> _PROMPT_: Check the data underneath for lines holding the word "scripts", and state only how many you find.

> _EXTRACTED RECORDS_:
--------------------------------
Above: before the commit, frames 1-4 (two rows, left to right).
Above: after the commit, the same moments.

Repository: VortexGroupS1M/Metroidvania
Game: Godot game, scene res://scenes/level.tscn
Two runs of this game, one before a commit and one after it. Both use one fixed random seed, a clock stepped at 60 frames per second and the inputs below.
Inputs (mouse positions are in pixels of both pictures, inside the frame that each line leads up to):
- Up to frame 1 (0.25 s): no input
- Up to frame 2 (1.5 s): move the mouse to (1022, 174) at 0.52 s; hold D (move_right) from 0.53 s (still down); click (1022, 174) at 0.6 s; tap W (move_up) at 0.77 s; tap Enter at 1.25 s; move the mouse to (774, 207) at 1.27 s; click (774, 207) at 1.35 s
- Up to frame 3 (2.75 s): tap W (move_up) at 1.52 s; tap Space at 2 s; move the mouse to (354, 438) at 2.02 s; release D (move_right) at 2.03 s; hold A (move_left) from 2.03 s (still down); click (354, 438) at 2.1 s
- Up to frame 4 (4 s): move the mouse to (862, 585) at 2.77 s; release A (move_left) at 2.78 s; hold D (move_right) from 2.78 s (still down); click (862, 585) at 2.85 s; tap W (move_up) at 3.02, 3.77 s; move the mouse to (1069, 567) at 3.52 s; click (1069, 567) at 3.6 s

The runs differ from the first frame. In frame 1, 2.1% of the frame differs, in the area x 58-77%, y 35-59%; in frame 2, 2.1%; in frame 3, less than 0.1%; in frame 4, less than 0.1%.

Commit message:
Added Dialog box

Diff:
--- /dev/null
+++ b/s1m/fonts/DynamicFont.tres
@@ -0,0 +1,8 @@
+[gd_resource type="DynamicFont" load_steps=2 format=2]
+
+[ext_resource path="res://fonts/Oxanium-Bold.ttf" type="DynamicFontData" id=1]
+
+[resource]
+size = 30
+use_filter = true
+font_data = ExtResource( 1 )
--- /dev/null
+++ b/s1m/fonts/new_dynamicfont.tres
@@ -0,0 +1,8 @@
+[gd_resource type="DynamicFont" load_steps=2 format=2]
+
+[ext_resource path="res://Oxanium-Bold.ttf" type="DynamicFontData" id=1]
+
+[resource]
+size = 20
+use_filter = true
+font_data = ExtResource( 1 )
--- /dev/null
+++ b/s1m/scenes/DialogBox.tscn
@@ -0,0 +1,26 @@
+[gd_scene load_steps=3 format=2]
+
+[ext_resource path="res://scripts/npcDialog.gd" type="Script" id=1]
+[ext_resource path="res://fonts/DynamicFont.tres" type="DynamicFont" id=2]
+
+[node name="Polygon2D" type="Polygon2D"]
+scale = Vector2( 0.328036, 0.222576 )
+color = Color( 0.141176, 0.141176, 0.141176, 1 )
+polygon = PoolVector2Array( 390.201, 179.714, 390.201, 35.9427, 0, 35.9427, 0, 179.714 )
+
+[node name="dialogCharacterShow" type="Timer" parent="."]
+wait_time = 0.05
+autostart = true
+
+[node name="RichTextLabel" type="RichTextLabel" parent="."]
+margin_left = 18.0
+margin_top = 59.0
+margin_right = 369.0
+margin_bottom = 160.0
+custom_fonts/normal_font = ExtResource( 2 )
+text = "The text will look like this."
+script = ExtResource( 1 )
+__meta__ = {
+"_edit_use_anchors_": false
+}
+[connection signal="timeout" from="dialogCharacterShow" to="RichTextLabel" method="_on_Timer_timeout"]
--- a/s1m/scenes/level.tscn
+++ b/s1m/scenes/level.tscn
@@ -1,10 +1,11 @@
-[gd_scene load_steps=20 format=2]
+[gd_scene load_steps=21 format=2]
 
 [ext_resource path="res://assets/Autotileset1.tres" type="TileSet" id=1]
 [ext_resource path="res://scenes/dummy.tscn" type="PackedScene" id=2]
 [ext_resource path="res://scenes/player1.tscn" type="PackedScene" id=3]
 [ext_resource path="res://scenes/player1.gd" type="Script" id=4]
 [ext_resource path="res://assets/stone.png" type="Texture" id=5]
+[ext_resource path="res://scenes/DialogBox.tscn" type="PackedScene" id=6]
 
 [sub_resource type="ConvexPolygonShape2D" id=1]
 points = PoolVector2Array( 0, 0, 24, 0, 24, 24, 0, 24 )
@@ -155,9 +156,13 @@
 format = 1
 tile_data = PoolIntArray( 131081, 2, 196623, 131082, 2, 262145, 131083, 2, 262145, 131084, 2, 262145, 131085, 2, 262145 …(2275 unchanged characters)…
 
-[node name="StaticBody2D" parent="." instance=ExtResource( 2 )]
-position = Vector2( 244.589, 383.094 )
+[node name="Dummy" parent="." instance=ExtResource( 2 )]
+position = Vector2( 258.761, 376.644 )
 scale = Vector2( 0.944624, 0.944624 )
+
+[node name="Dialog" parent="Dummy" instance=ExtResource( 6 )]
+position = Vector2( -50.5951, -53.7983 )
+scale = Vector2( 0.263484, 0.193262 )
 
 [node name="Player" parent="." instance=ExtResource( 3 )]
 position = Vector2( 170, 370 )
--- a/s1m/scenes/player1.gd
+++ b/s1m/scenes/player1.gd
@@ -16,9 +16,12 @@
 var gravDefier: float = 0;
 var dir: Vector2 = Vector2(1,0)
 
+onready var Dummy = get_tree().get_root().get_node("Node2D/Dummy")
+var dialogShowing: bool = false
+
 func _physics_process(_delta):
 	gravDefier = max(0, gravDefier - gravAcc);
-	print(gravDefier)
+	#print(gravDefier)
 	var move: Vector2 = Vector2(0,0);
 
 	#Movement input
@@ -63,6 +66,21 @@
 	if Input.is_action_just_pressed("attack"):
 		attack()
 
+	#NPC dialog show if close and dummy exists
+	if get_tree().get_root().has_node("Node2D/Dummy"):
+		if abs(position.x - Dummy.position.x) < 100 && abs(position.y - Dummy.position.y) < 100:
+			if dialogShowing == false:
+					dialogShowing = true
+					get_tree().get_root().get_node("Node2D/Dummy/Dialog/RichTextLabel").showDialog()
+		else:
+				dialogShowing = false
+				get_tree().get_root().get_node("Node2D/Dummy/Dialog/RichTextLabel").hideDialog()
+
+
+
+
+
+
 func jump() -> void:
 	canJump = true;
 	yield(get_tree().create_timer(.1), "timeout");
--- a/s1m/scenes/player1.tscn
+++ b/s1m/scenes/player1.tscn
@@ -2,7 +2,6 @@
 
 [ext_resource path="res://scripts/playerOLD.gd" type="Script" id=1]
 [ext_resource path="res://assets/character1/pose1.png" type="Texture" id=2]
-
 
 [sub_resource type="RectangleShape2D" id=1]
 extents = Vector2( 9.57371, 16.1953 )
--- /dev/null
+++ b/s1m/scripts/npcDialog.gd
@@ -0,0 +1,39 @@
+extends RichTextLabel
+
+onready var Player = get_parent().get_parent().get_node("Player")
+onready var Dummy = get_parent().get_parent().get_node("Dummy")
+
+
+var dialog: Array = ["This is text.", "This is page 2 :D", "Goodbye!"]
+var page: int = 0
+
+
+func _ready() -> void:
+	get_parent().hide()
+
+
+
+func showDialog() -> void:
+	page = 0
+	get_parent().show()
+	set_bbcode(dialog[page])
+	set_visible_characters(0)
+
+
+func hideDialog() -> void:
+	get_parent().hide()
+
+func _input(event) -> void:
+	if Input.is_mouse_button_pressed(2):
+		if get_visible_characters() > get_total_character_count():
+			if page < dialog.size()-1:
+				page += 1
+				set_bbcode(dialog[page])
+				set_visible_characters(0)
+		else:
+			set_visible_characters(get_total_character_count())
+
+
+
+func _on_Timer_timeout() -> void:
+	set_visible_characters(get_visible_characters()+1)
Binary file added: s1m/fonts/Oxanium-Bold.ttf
--------------------------------
> _SOLUTION_: 3